Et puis un jour, son métier de photographe ne lui a plus apporté l'étincelle, il s'est senti piégé à l'intérieur d'un système qu'il ne cautionnait pas, tout étant produit de consommation y compris ses photos …ou en tous cas c'est de plus en plus cette image qui se reflétait dans son objectif. le côté artistique de son métier s'éloignant au profit du côté commercial.

Alors il a troqué ses appareils photo contre un stylo ou un ordinateur si on veut éviter le cliché. Écrivain il l'est et écrivain il le resterait désormais.

Il ne s'est pas posé toutes questions liées à une reconversion : vais-je en vivre ? Était-il conscient que seule une poignée d'auteurs vendent beaucoup ? J'ai l'impression que même s'il le savait, cela n'aurait rien changé, comme si écrire était soudainement si vital, si indiscutable que cela effaçait toutes les questions concrètes et matérielles.

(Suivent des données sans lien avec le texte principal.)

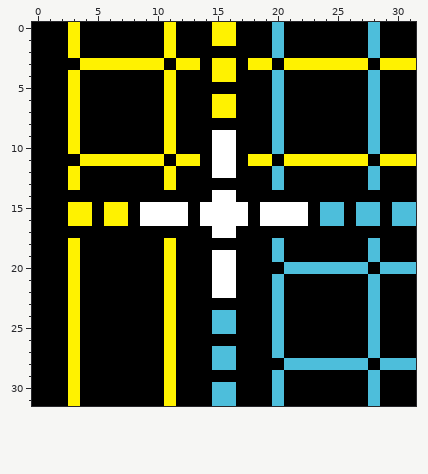
Pixel-art sprite: src/Images/left_T.png. The first picture shows the starting point.
The file is 32x32 pixels.
Once edited:
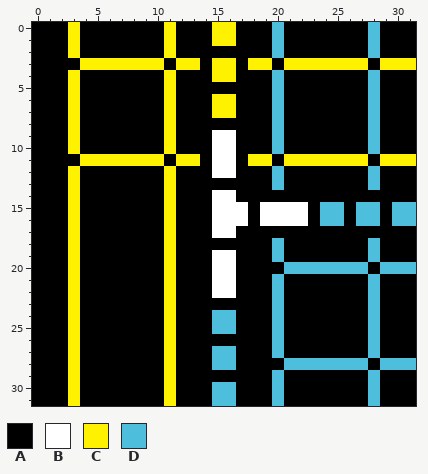
Palette (. is transparent): A #000000  B #ffffff  C #fff200  D #4dbedb
From old to new:
@@ x 1..16 @@
 13 AACAAAAAAACAAAAA
-14 AAAAAAAAAAAAAABB
-15 AACCACCABBBBABBB
-16 AACCACCABBBBABBB
-17 AAAAAAAAAAAAAABB
+14 AACAAAAAAACAAABB
+15 AACAAAAAAACAAABB
+16 AACAAAAAAACAAABB
+17 AACAAAAAAACAAABB
 18 AACAAAAAAACAAAAA
Where, in picture pixels (left, top, right, bottom), the same in both pictures:
changed: (68, 190, 212, 238)

Mais le bassement matériel, le quotidien il va se le prendre en pleine face en tant que « nouveau pauvre » car quand on n'a pas un rond, se loger, se chauffer, se nourrir, conserver une vie sociale, tout devient compliqué. Alors pour pouvoir continuer à écrire, il teste tous les petits boulots invisibles et très mal payés, de livreur à laveur de vitres, de manoeuvre à serveur. Son corps morfle mais il écrit la joie inédite du travail physique terminé à une heure précise comparé à un travail artistique jamais vraiment achevé.

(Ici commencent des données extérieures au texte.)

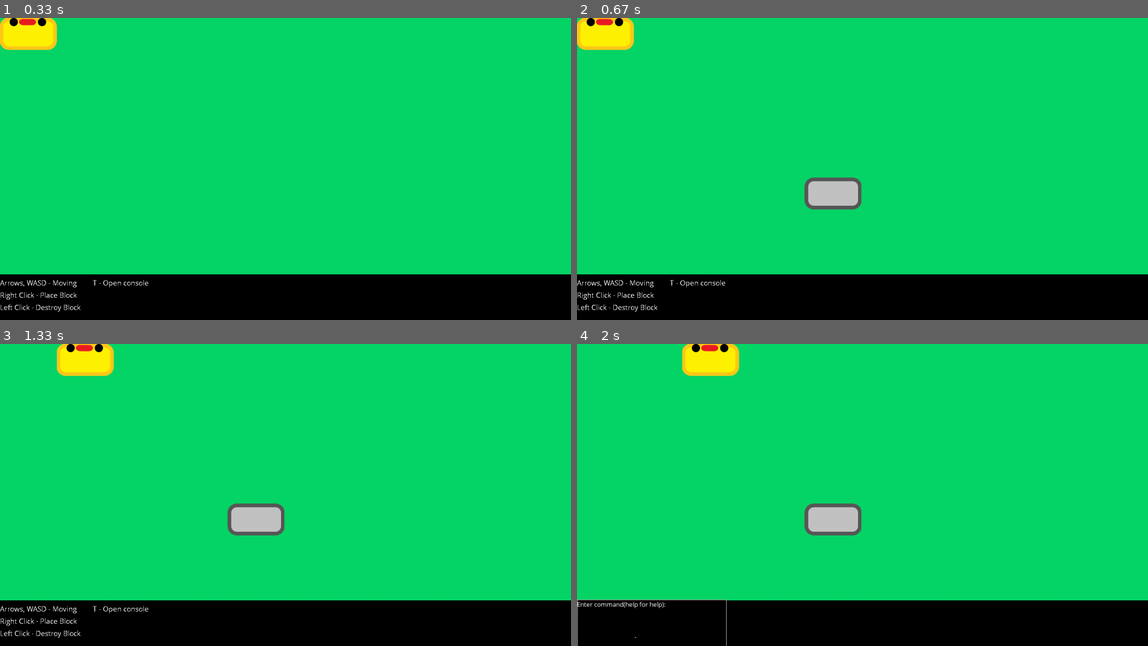
Above: before the commit, frames 1-4 (two rows, left to right).
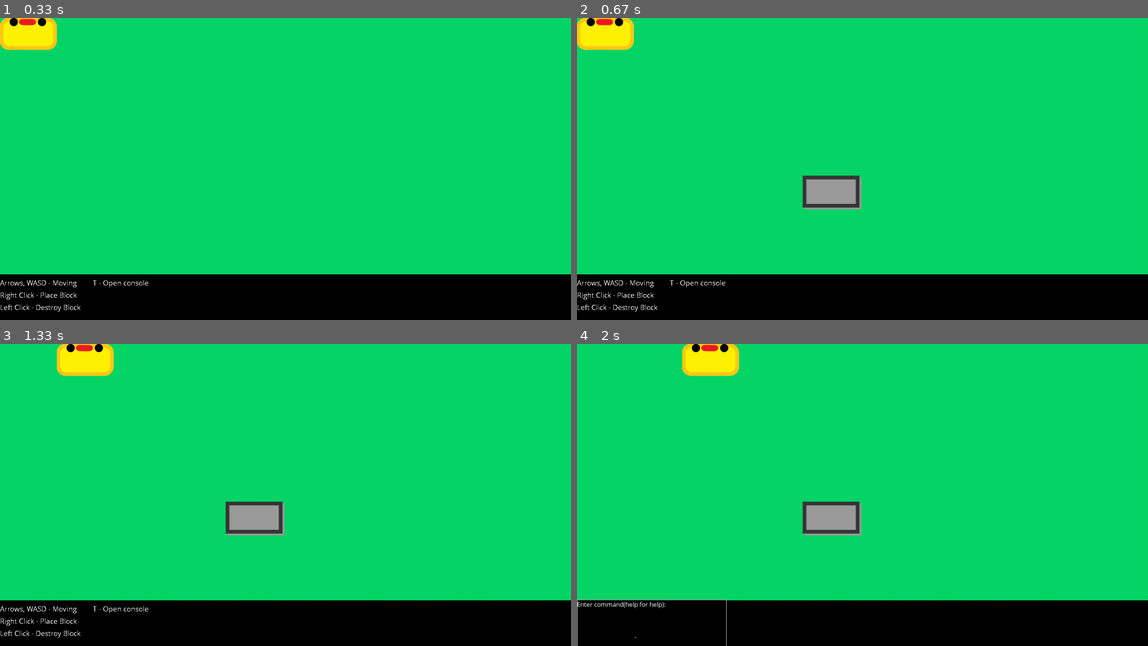
Above: after the commit, the same moments.

Repository: timaaos/PySocketGame
Game: pygame game, started from pygame_version.py
Two runs of this game, one before a commit and one after it. Both use one fixed random seed, a clock stepped at 60 frames per second and the inputs below.
Inputs (mouse positions are in pixels of both pictures, inside the frame that each line leads up to):
- Up to frame 1 (0.33 s): no input
- Up to frame 2 (0.67 s): right-click (839, 181) at 0.38 s
- Up to frame 3 (1.33 s): hold Right 0.67-1.13 s
- Up to frame 4 (2 s): hold Right 1.5-1.97 s; tap T at 1.65 s

Frame 1 is identical in both runs. In frame 2, 1.1% of the frame differs, in the area x 39-50%, y 52-64%; in frame 3, 1.1%; in frame 4, 1.1%.

Commit message:
Fixed big lags when 20+ blocks

Diff:
--- a/game_functions.py
+++ b/game_functions.py
@@ -97,5 +97,7 @@
     screen.blit(textsurface3, (0, 766))
     screen.blit(textsurface4, (250, 700))
     for i in block_list:
-        Block(screen, i[0], i[1]).blitme()
+        pygame.draw.rect(screen,(155, 155, 155),(i[0],i[1],settings.speed_x,settings.speed_y))
+        pygame.draw.rect(screen, (55, 55, 55), (i[0]-5, i[1]-5, settings.speed_x, settings.speed_y),10)
+        #Block(screen, i[0], i[1]).blitme()
     pygame.display.flip()

A travers ses expériences et son quotidien, Franck Courtès dit la dureté de notre société quand on ne peut pas consommer -(tout est appel permanent autour de soi) et la perversité d'un système de plus en plus « uberisé ». Inscrit à une plateforme sur laquelle il trouve ses missions, il souligne que pour travailler, il faut être bien noté et que pour être bien noté, il faut être prêt à tout accepter.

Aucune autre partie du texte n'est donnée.